From: Jens Axboe <[email protected]>
To: Dominique MARTINET <[email protected]>,
	[email protected], [email protected]
Subject: Re: read corruption with qemu master io_uring engine / linux master / btrfs(?)
Date: Tue, 28 Jun 2022 13:12:54 -0600	[thread overview]
Message-ID: <[email protected]> (raw)
In-Reply-To: <[email protected]>

On 6/28/22 3:08 AM, Dominique MARTINET wrote:
> I don't have any good reproducer so it's a bit difficult to specify,
> let's start with what I have...
> 
> I've got this one VM which has various segfaults all over the place when
> starting it with aio=io_uring for its disk as follow:
> 
>   qemu-system-x86_64 -drive file=qemu/atde-test,if=none,id=hd0,format=raw,cache=none,aio=io_uring \
>       -device virtio-blk-pci,drive=hd0 -m 8G -smp 4 -serial mon:stdio -enable-kvm
> 
> It also happens with virtio-scsi-blk:
>   -device virtio-scsi-pci,id=scsihw0 \
>   -drive file=qemu/atde-test,if=none,id=drive-scsi0,format=raw,cache=none,aio=io_uring \
>   -device scsi-hd,bus=scsihw0.0,channel=0,scsi-id=0,lun=0,drive=drive-scsi0,id=scsi0,bootindex=100
> 
> It also happened when the disk I was using was a qcow file backing up a
> vmdk image (this VM's original disk is for vmware), so while I assume
> qemu reading code and qemu-img convert code are similar I'll pretend
> image format doesn't matter at this point...
> It's happened with two such images, but I haven't been able to reproduce
> with any other VMs yet.
> 
> I can also reproduce this on a second host machine with a completely
> different ssd (WD sata in one vs. samsung nvme), so probably not a
> firmware bug.
> 
> scrub sees no problem with my filesystems on the host.
> 
> I've confirmed it happens with at least debian testing's 5.16.0-4-amd64
> and 5.17.0-1-amd64 kernels, as well as 5.19.0-rc4.
> It also happens with both debian's 7.0.0 and the master branch
> (v7.0.0-2031-g40d522490714)
> 
> 
> These factors aside, anything else I tried changing made this bug no
> longer reproduce:
>  - I'm not sure what the rule is but it sometimes doesn't happen when
> running the VM twice in a row, sometimes it happens again.
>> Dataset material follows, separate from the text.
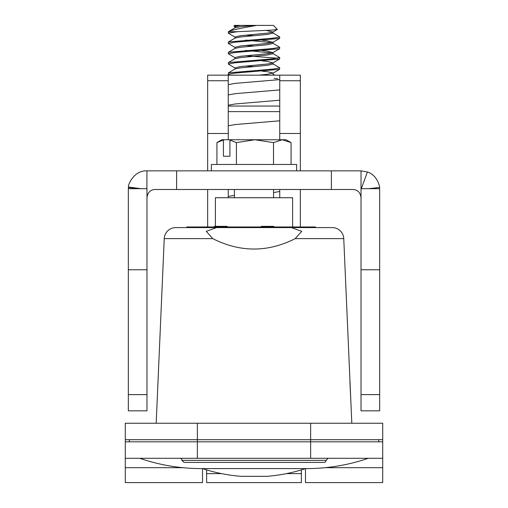 <?xml version="1.0" encoding="UTF-8"?>
<svg xmlns="http://www.w3.org/2000/svg" width="508" height="508" viewBox="0 0 508 508"><rect width="100%" height="100%" fill="white"/><g stroke="black" fill="none" stroke-linecap="round" stroke-linejoin="round"><path stroke-width="0.76" d="M305.486 468.598L305.486 482.6L382.708 482.6L382.708 441.827L310.629 441.827L310.629 458.299L382.708 458.299M182.893 467.684L125.292 467.684L125.292 482.6L202.514 482.6L202.514 468.598M382.708 439.706L382.708 423.234L125.292 423.234L125.292 439.706L382.708 439.706L382.708 441.827M310.629 458.299L197.371 458.299L197.371 441.827L125.292 441.827L125.292 439.706M350.799 399.91L349.917 382.041M351.815 423.234L343.757 238.627A11.532 11.532 0 0 0 332.238 227.597A11.532 11.532 0 0 1 343.757 238.627L295.237 238.627L301.714 231.337L291.446 227.597L332.238 227.597L186.766 227.597L186.766 226.974L315.474 226.974L315.474 227.597M215.386 226.358L215.386 197.733L292.614 197.733L292.614 226.974M156.185 423.234L164.243 238.627L212.763 238.627L206.286 231.337L216.554 227.597L175.762 227.597A11.532 11.532 0 0 0 164.243 238.627A11.532 11.532 0 0 1 175.762 227.597M216.554 227.597L291.446 227.597M212.763 238.627C240.252 252.508 267.748 252.508 295.237 238.627M197.371 423.234L197.371 441.827L310.629 441.827L310.629 423.234M228.257 197.733L228.257 189.497M207.664 226.974L207.664 189.497M286.442 473.621L301.365 473.621L301.365 482.6L206.635 482.6L206.635 473.621L221.558 473.621M206.635 469.894L206.635 473.621M325.107 467.684L382.708 467.684M301.365 473.621L301.365 469.894M228.257 139.751L228.257 75.159L300.336 75.159L300.336 133.477L279.743 133.477L279.743 139.751M300.336 170.847L300.336 133.477M300.336 189.497L300.336 226.974M228.257 75.159L207.664 75.159L207.664 170.847M125.292 467.684L125.292 458.299L197.371 458.299M279.743 189.497L279.743 197.733M179.864 458.299A2.057 2.057 0 0 1 181.921 460.362L183.985 462.42L324.015 462.42A2.057 2.057 0 0 0 326.079 460.362L328.136 458.299M368.294 458.299A190.487 190.487 0 0 1 306.514 468.598L201.486 468.598C180.327 468.573 159.734 465.137 139.706 458.299M125.292 441.827L125.292 458.299M279.743 106.051L228.257 106.051M279.743 75.159L279.743 133.477M262.363 60.897L267.475 61.436L272.847 62.96L267.475 64.014L240.525 66.586L234.944 67.875L234.944 69.044M262.363 71.196L267.475 71.736L273.056 73.025L267.475 74.308L259.048 75.159M273.056 62.725L273.056 64.014L267.475 65.297L240.525 67.875L235.153 68.923L228.41 72.854L228.257 74.308L235.331 73.063L279.591 69.329L279.743 67.875L272.701 69.12L228.41 72.854M262.363 50.603L267.475 51.143L272.847 52.661L267.475 53.715L240.525 56.293L234.944 57.575L234.944 58.75M273.056 52.426L273.056 53.715L267.475 55.004L240.525 57.575L235.153 58.63L228.41 62.554L228.257 64.014L235.331 62.763L279.591 59.036L279.743 57.575L272.707 58.82L228.41 62.554M262.363 40.303L267.475 40.843L272.847 42.367L267.475 43.421L240.525 45.993L234.944 47.282L234.944 48.45M273.056 42.132L273.056 43.421L267.475 44.704L240.525 47.282L235.153 48.33L228.41 52.254L228.257 53.715L235.331 52.47L279.591 48.736L279.743 47.282L272.707 48.527L228.41 52.254M245.637 50.394L269.932 52.756M266.319 30.416L272.847 32.068L267.475 33.122L240.525 35.7L234.944 36.982L234.944 38.157M273.056 31.833L273.056 33.122L267.475 34.411L240.525 36.982L235.153 38.036L228.41 41.961L228.257 43.421L235.331 42.17L279.591 38.443L279.743 36.982L272.707 38.227L228.41 41.961M245.637 40.1L269.932 42.462M235.153 26.924L233.883 26.073L240.525 25.4L234.944 26.689L234.944 27.857M233.883 26.073L234.563 25.4L254 25.4L240.525 26.689L235.153 27.737L228.352 31.699L228.257 33.128L237.407 31.699L228.352 31.699C230.13 30.455 239.579 28.353 256.711 25.4L273.437 25.4L277.336 29.458L271.107 30.156L237.407 31.699M279.743 191.433L273.564 192.596M234.436 195.415L228.41 196.412M228.257 125.793L235.325 124.549L279.591 120.815M228.257 105.2L235.331 103.956L279.591 100.222M228.257 94.901L235.331 93.656L279.591 89.929M228.257 84.607L235.331 83.356L279.591 79.629M277.781 78.816L274.18 78.353M272.847 63.779L279.743 67.875M229.578 75.159L228.257 74.308M254 66.586L245.637 66.046M272.847 53.48L279.743 57.575M235.153 68.11L228.257 64.014M277.781 58.223L245.637 55.753M272.847 43.186L279.743 47.282M235.153 57.81L228.257 53.715M254 45.993L245.637 45.453M272.847 32.887L279.743 36.982M235.153 47.517L228.257 43.421M254 35.7L245.637 35.16M235.153 37.217L228.257 33.122M254 25.4L256.711 25.4M146.977 410.832L146.977 394.621L128.333 394.621L128.333 410.832L146.977 410.832M128.333 394.621L128.333 188.684L146.977 188.684L146.977 394.621M128.333 269.761L146.977 269.761L146.977 224.358M331.387 189.497L352.914 189.497C357.581 189.687 360.28 192.392 361.023 197.606L361.023 170.847L331.387 170.847L331.387 189.497L155.086 189.497C150.419 189.687 147.72 192.392 146.977 197.606L146.977 189.503M146.863 189.484L146.977 170.847C133.687 170.224 127.559 185.509 128.499 187.033L128.441 187.471L139.548 188.684L128.353 188.684A18.65 18.65 0 0 1 128.441 187.471M361.023 394.621L361.023 188.684L379.666 188.684L379.666 394.621L361.023 394.621L361.023 410.832L379.666 410.832L379.666 394.621M361.023 188.684L379.666 188.684L368.446 188.684L379.559 187.471A18.65 18.65 0 0 1 379.647 188.69M361.315 188.684L367.405 171.977L361.023 170.847M379.559 187.471C380.194 189.376 378.435 175.412 367.405 171.977M176.613 189.497L176.613 170.847L331.387 170.847M176.613 170.847L146.977 170.847M140.906 188.684L128.499 187.033M291.078 164.465L291.078 142.621L282.289 139.751L286.125 139.751L290.481 142.265M273.501 142.621L254.959 139.751L282.289 139.751L273.501 142.621L273.501 164.465M223.933 139.751L216.922 142.621L221.875 139.751L254.959 139.751L236.423 142.621L229.921 140.094L230.429 139.751M229.921 140.094L229.921 156.229L223.425 156.229L223.425 140.094M216.922 164.465L216.922 142.621M229.921 156.229L223.425 156.229M236.423 164.465L236.423 142.621M296.628 170.847L296.628 164.465L211.372 164.465L211.372 170.847M378.657 439.706L378.657 441.827M129.343 439.706L129.343 441.827M227.19 226.974L227.19 226.358L214.579 226.358L214.579 226.974M221.494 226.974L221.494 226.358M273.749 226.974L273.749 226.358L261.188 226.358L261.188 226.974M261.391 226.974L261.391 226.358M273.964 226.974L273.749 226.358M228.257 133.477L207.664 133.477M181.921 460.362L326.079 460.362M279.743 111.627L228.257 111.627M300.336 80.74L279.743 80.74M228.257 80.74L207.664 80.74M266.351 476.333L241.002 476.333A164.744 164.744 0 0 1 202.521 468.598M361.023 269.761L379.666 269.761M223.971 226.974L223.971 226.358M218.319 226.974L218.319 226.358M241.325 476.345L266.675 476.345L241.325 476.345M266.998 476.333A164.744 164.744 0 0 0 305.479 468.598M273.056 74.308L273.056 73.025M272.847 73.26L279.591 69.329M272.847 62.96L279.591 59.036M272.847 52.661L279.591 48.736M272.847 42.367L279.591 38.443M272.847 32.068L277.33 29.458M274.714 75.159L273.056 74.193M128.333 188.684L146.977 188.684M140.97 188.684L136.322 188.062L141.027 188.684M234.436 189.497L234.436 197.733M273.564 189.497L273.564 197.733"/></g></svg>

Making a
> fresh copy with `cp --reflink=always` of my source image seems to be
> reliable.
>  - it stops happening without io_uring
>  - it stops happening if I copy the disk image with --reflink=never
>  - it stops happening if I copy the disk image to another btrfs
> partition, created in the same lv, so something about my partition
> history matters?...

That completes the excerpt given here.